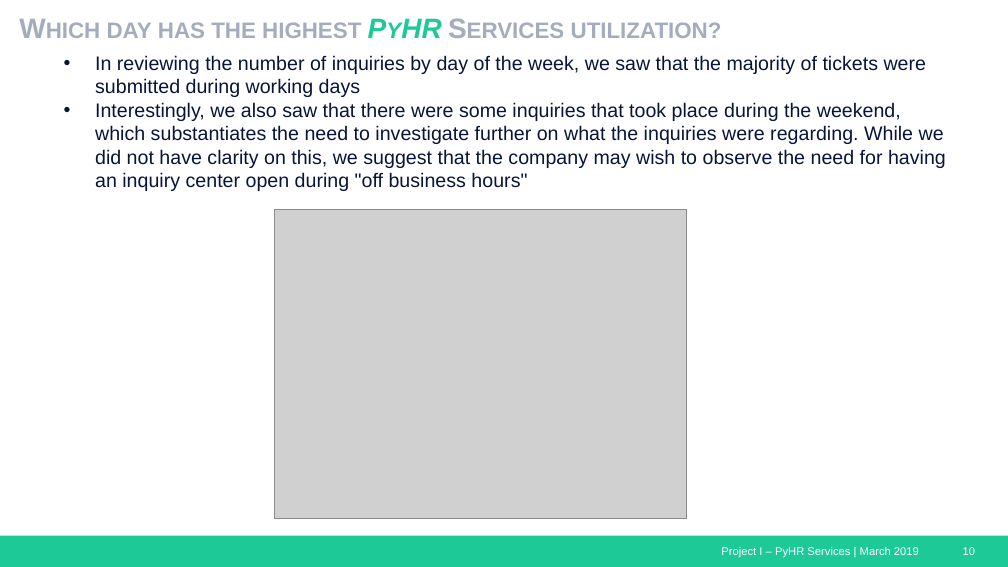
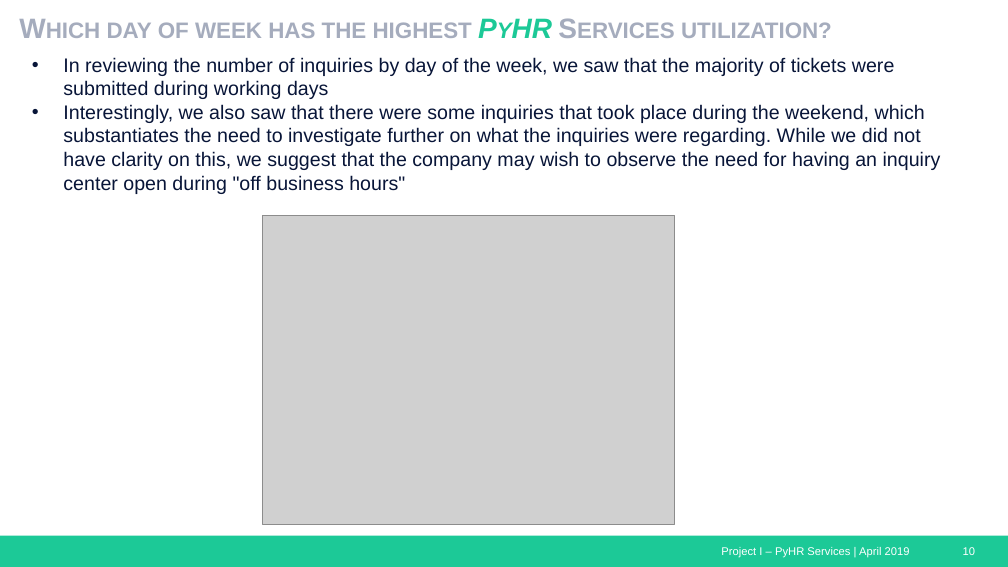
Before and after one commit to jvbonini/Project-I, a slide deck: slide 10 of Presentation/HRServices_Presentation_Master.pptx. Drawn at 1008x567 pixels with LibreOffice and Linux fonts; fonts in the diff are those of the drawing; grey boxes stand for pictures. Boxes give left, top, right and bottom in pixels: in the first picture for what was removed or moved away, otherwise in the second. Text is boxed around its words. In the diff, an @@ line names an element or a change of style, - is before the commit and + after.

```diff
--- a/Presentation/HRServices_Presentation_Master.pptx
+++ b/Presentation/HRServices_Presentation_Master.pptx
@@ title at bbox=[107, 22, 832, 38]: text changed @@
-Which day has the highest PyHR Services utilization?
+Which day of week has the highest PyHR Services utilization?
@@ text "In reviewing the number of ..." rewrapped from bbox=[95, 55, 946, 168] to bbox=[63, 57, 941, 194] @@
@@ picture: place and size @@
-picture at bbox=[274, 210, 686, 519]
+picture at bbox=[263, 215, 675, 524]
@@ text at bbox=[721, 547, 910, 558]: text changed @@
-Project I – PyHR Services | March 2019
+Project I – PyHR Services | April 2019
```
Also in this commit, not shown: 14 other slides changed, 6 slides added, 5 slides removed, 2 other files.

= = = = =

→ Your goal: The material should be duplicated word for word, with no images included.

→ Solved exercise:
Before and after one commit to jvbonini/Project-I, a slide deck: slide 10 of Presentation/HRServices_Presentation_Master.pptx. Drawn at 1008x567 pixels with LibreOffice and Linux fonts; fonts in the diff are those of the drawing; grey boxes stand for pictures. Boxes give left, top, right and bottom in pixels: in the first picture for what was removed or moved away, otherwise in the second. Text is boxed around its words. In the diff, an @@ line names an element or a change of style, - is before the commit and + after.

```diff
--- a/Presentation/HRServices_Presentation_Master.pptx
+++ b/Presentation/HRServices_Presentation_Master.pptx
@@ title at bbox=[107, 22, 832, 38]: text changed @@
-Which day has the highest PyHR Services utilization?
+Which day of week has the highest PyHR Services utilization?
@@ text "In reviewing the number of ..." rewrapped from bbox=[95, 55, 946, 168] to bbox=[63, 57, 941, 194] @@
@@ picture: place and size @@
-picture at bbox=[274, 210, 686, 519]
+picture at bbox=[263, 215, 675, 524]
@@ text at bbox=[721, 547, 910, 558]: text changed @@
-Project I – PyHR Services | March 2019
+Project I – PyHR Services | April 2019
```
Also in this commit, not shown: 14 other slides changed, 6 slides added, 5 slides removed, 2 other files.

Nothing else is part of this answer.